I believe I’ll go out and talk to him,” she thought. “If grandfathah were away off in a strange land by himself like that, I’d want somebody to cheer him up.”
It is always good to feel that one is welcome, and Lloyd was glad that she had ventured into the courtyard , when she saw the smile that lighted the Major’s face at sight of her, and when the dog, rising at her approach, came forward joyfully wagging his tail.
The conversation was easy to begin, with Hero for a subject. There were many things she wanted to know about him: how he happened to belong to the :Major, what country he came from, why he was Called a St.

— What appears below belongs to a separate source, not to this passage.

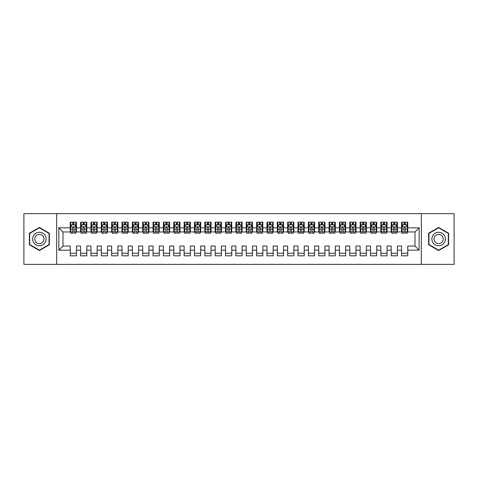 <?xml version="1.0" encoding="UTF-8"?>
<svg xmlns="http://www.w3.org/2000/svg" width="478" height="478" viewBox="0 0 478 478"><rect width="100%" height="100%" fill="white"/><g stroke="black" fill="none" stroke-linecap="round" stroke-linejoin="round"><path stroke-width="0.72" d="M421.333 264.364L454.1 264.364L454.1 213.636L421.333 213.636L421.333 264.364L56.667 264.364L56.667 213.636L23.9 213.636L23.9 264.364L56.667 264.364M421.333 213.636L56.667 213.636M58.842 250.179L58.842 227.821L70.236 227.821L70.236 231.961L62.988 231.961L62.988 246.039L58.842 250.179L70.236 250.179L70.236 255.826L76.444 255.826L76.444 250.179L80.585 250.179L80.585 255.826L86.799 255.826L86.799 250.179L90.939 250.179L90.939 255.826L97.154 255.826L97.154 250.179L101.294 250.179L101.294 255.826L107.508 255.826L107.508 250.179L111.649 250.179L111.649 255.826L117.863 255.826L117.863 250.179L122.004 250.179L122.004 255.826L128.212 255.826L128.212 250.179L132.358 250.179L132.358 255.826L138.566 255.826L138.566 250.179L142.707 250.179L142.707 255.826L148.921 255.826L148.921 250.179L153.062 250.179L153.062 255.826L159.276 255.826L159.276 250.179L163.416 250.179L163.416 255.826L169.63 255.826L169.63 250.179L173.771 250.179L173.771 255.826L179.985 255.826L179.985 250.179L184.126 250.179L184.126 255.826L190.34 255.826L190.34 250.179L194.48 250.179L194.48 255.826L200.688 255.826L200.688 250.179L204.835 250.179L204.835 255.826L211.043 255.826L211.043 250.179L215.184 250.179L215.184 255.826L221.398 255.826L221.398 250.179L225.538 250.179L225.538 255.826L231.752 255.826L231.752 250.179L235.893 250.179L235.893 255.826L242.107 255.826L242.107 250.179L246.248 250.179L246.248 255.826L252.462 255.826L252.462 250.179L256.602 250.179L256.602 255.826L262.816 255.826L262.816 250.179L266.957 250.179L266.957 255.826L273.165 255.826L273.165 250.179L277.312 250.179L277.312 255.826L283.52 255.826L283.52 250.179L287.66 250.179L287.66 255.826L293.874 255.826L293.874 250.179L298.015 250.179L298.015 255.826L304.229 255.826L304.229 250.179L308.37 250.179L308.37 255.826L314.584 255.826L314.584 250.179L318.724 250.179L318.724 255.826L324.938 255.826L324.938 250.179L329.079 250.179L329.079 255.826L335.293 255.826L335.293 250.179L339.434 250.179L339.434 255.826L345.642 255.826L345.642 250.179L349.788 250.179L349.788 255.826L355.996 255.826L355.996 250.179L360.137 250.179L360.137 255.826L366.351 255.826L366.351 250.179L370.492 250.179L370.492 255.826L376.706 255.826L376.706 250.179L380.846 250.179L380.846 255.826L387.06 255.826L387.06 250.179L391.201 250.179L391.201 255.826L397.415 255.826L397.415 250.179L401.556 250.179L401.556 255.826L407.764 255.826L407.764 246.039L415.012 246.039L415.012 231.961L407.764 231.961L407.764 227.821L419.158 227.821L419.158 250.179L407.764 250.179M407.764 227.821L407.764 222.174L401.556 222.174L401.556 227.821L397.415 227.821L397.415 222.174L391.201 222.174L391.201 227.821L387.06 227.821L387.06 222.174L380.846 222.174L380.846 227.821L376.706 227.821L376.706 222.174L370.492 222.174L370.492 227.821L366.351 227.821L366.351 222.174L360.137 222.174L360.137 227.821L355.996 227.821L355.996 222.174L349.788 222.174L349.788 227.821L345.642 227.821L345.642 222.174L339.434 222.174L339.434 227.821L335.293 227.821L335.293 222.174L329.079 222.174L329.079 227.821L324.938 227.821L324.938 222.174L318.724 222.174L318.724 227.821L314.584 227.821L314.584 222.174L308.37 222.174L308.37 227.821L304.229 227.821L304.229 222.174L298.015 222.174L298.015 227.821L293.874 227.821L293.874 222.174L287.66 222.174L287.66 227.821L283.52 227.821L283.52 222.174L277.312 222.174L277.312 227.821L273.165 227.821L273.165 222.174L266.957 222.174L266.957 227.821L262.816 227.821L262.816 222.174L256.602 222.174L256.602 227.821L252.462 227.821L252.462 222.174L246.248 222.174L246.248 227.821L242.107 227.821L242.107 222.174L235.893 222.174L235.893 227.821L231.752 227.821L231.752 222.174L225.538 222.174L225.538 227.821L221.398 227.821L221.398 222.174L215.184 222.174L215.184 227.821L211.043 227.821L211.043 222.174L204.835 222.174L204.835 227.821L200.688 227.821L200.688 222.174L194.48 222.174L194.48 227.821L190.34 227.821L190.34 222.174L184.126 222.174L184.126 227.821L179.985 227.821L179.985 222.174L173.771 222.174L173.771 227.821L169.63 227.821L169.63 222.174L163.416 222.174L163.416 227.821L159.276 227.821L159.276 222.174L153.062 222.174L153.062 227.821L148.921 227.821L148.921 222.174L142.707 222.174L142.707 227.821L138.566 227.821L138.566 222.174L132.358 222.174L132.358 227.821L128.212 227.821L128.212 222.174L122.004 222.174L122.004 227.821L117.863 227.821L117.863 222.174L111.649 222.174L111.649 227.821L107.508 227.821L107.508 222.174L101.294 222.174L101.294 227.821L97.154 227.821L97.154 222.174L90.939 222.174L90.939 227.821L86.799 227.821L86.799 222.174L80.585 222.174L80.585 227.821L76.444 227.821L76.444 222.174L70.236 222.174L70.236 227.821M397.415 250.179L397.415 246.039L401.556 246.039L401.556 250.179M419.158 227.821L415.012 231.961M387.06 250.179L387.06 246.039L391.201 246.039L391.201 250.179M401.556 227.821L401.556 231.961L397.415 231.961L397.415 227.821M376.706 250.179L376.706 246.039L380.846 246.039L380.846 250.179M391.201 227.821L391.201 231.961L387.06 231.961L387.06 227.821M366.351 250.179L366.351 246.039L370.492 246.039L370.492 250.179M380.846 227.821L380.846 231.961L376.706 231.961L376.706 227.821M355.996 250.179L355.996 246.039L360.137 246.039L360.137 250.179M370.492 227.821L370.492 231.961L366.351 231.961L366.351 227.821M345.642 250.179L345.642 246.039L349.788 246.039L349.788 250.179M360.137 227.821L360.137 231.961L355.996 231.961L355.996 227.821M335.293 250.179L335.293 246.039L339.434 246.039L339.434 250.179M349.788 227.821L349.788 231.961L345.642 231.961L345.642 227.821M324.938 250.179L324.938 246.039L329.079 246.039L329.079 250.179M339.434 227.821L339.434 231.961L335.293 231.961L335.293 227.821M314.584 250.179L314.584 246.039L318.724 246.039L318.724 250.179M329.079 227.821L329.079 231.961L324.938 231.961L324.938 227.821M304.229 250.179L304.229 246.039L308.37 246.039L308.37 250.179M318.724 227.821L318.724 231.961L314.584 231.961L314.584 227.821M293.874 250.179L293.874 246.039L298.015 246.039L298.015 250.179M308.37 227.821L308.37 231.961L304.229 231.961L304.229 227.821M283.52 250.179L283.52 246.039L287.66 246.039L287.66 250.179M298.015 227.821L298.015 231.961L293.874 231.961L293.874 227.821M273.165 250.179L273.165 246.039L277.312 246.039L277.312 250.179M287.66 227.821L287.66 231.961L283.52 231.961L283.52 227.821M262.816 250.179L262.816 246.039L266.957 246.039L266.957 250.179M277.312 227.821L277.312 231.961L273.165 231.961L273.165 227.821M252.462 250.179L252.462 246.039L256.602 246.039L256.602 250.179M266.957 227.821L266.957 231.961L262.816 231.961L262.816 227.821M242.107 250.179L242.107 246.039L246.248 246.039L246.248 250.179M256.602 227.821L256.602 231.961L252.462 231.961L252.462 227.821M231.752 250.179L231.752 246.039L235.893 246.039L235.893 250.179M246.248 227.821L246.248 231.961L242.107 231.961L242.107 227.821M221.398 250.179L221.398 246.039L225.538 246.039L225.538 250.179M235.893 227.821L235.893 231.961L231.752 231.961L231.752 227.821M211.043 250.179L211.043 246.039L215.184 246.039L215.184 250.179M225.538 227.821L225.538 231.961L221.398 231.961L221.398 227.821M200.688 250.179L200.688 246.039L204.835 246.039L204.835 250.179M215.184 227.821L215.184 231.961L211.043 231.961L211.043 227.821M190.34 250.179L190.34 246.039L194.48 246.039L194.48 250.179M204.835 227.821L204.835 231.961L200.688 231.961L200.688 227.821M179.985 250.179L179.985 246.039L184.126 246.039L184.126 250.179M194.48 227.821L194.48 231.961L190.34 231.961L190.34 227.821M169.63 250.179L169.63 246.039L173.771 246.039L173.771 250.179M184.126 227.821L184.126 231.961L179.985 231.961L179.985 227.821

Bernard, and if the Major had ever owned any other dogs.
After a few questions it all came about as she had hoped it would. The old man settled himself back in his chair, thought a moment, and then began at the first of his acquaintance with St. Bernard dogs, as if he were reading a story from a book.
“Away up in the Alpine Mountains, too high for trees to grow, where there is only bare rock and snow and cutting winds, climbs the road that is known as the Great St. Bernard Pass. It is an old, old road. The Celts crossed it when they invaded Italy. The Roman legions crossed it when they marched out to subdue Gaul and Germany. Ten hundred years ago the Saracen robbers hid among its rocks to waylay unfortunate travellers. You will read about all that in your history sometime, and about the famous march Napoleon made across it on his way to Marengo. But the most interesting fact about the road to me, is that for over seven hundred years there has been a monastery high up on the bleak mountain-top, called , the monastery of St. Bernard.
“Once, when I was travelling through the Alps, I stopped there one cold night, almost frozen. The good monks welcomed me to their hospice, as they do all strangers who stop for food and shelter, and treated me as kindly as if I had been a brother. In the morning one of them took me out to the kennels, and showed me the dogs that are trained to look for travellers in the snow. You may imagine with what pleasure I followed him, and listened to the tales he told me.
“He said there is not as much work for the dogs now as there used to be years ago. Since the hospice has been connected with the valley towns by telephone, travellers can inquire about the state of the weather and the paths, before venturing up the dangerous mountain passes. Still, the storms begin with little warning sometimes, and wayfarers are overtaken by them and lost in the blinding snowfall. The paths fill suddenly, and but for the dogs many. would perish.”
“Oh, I know,” interrupted Lloyd, eagerly. “There is a story about them in my old third readah, and a pictuah of a big St. Bernard dog with a flask tied around his neck, and a child on his back.”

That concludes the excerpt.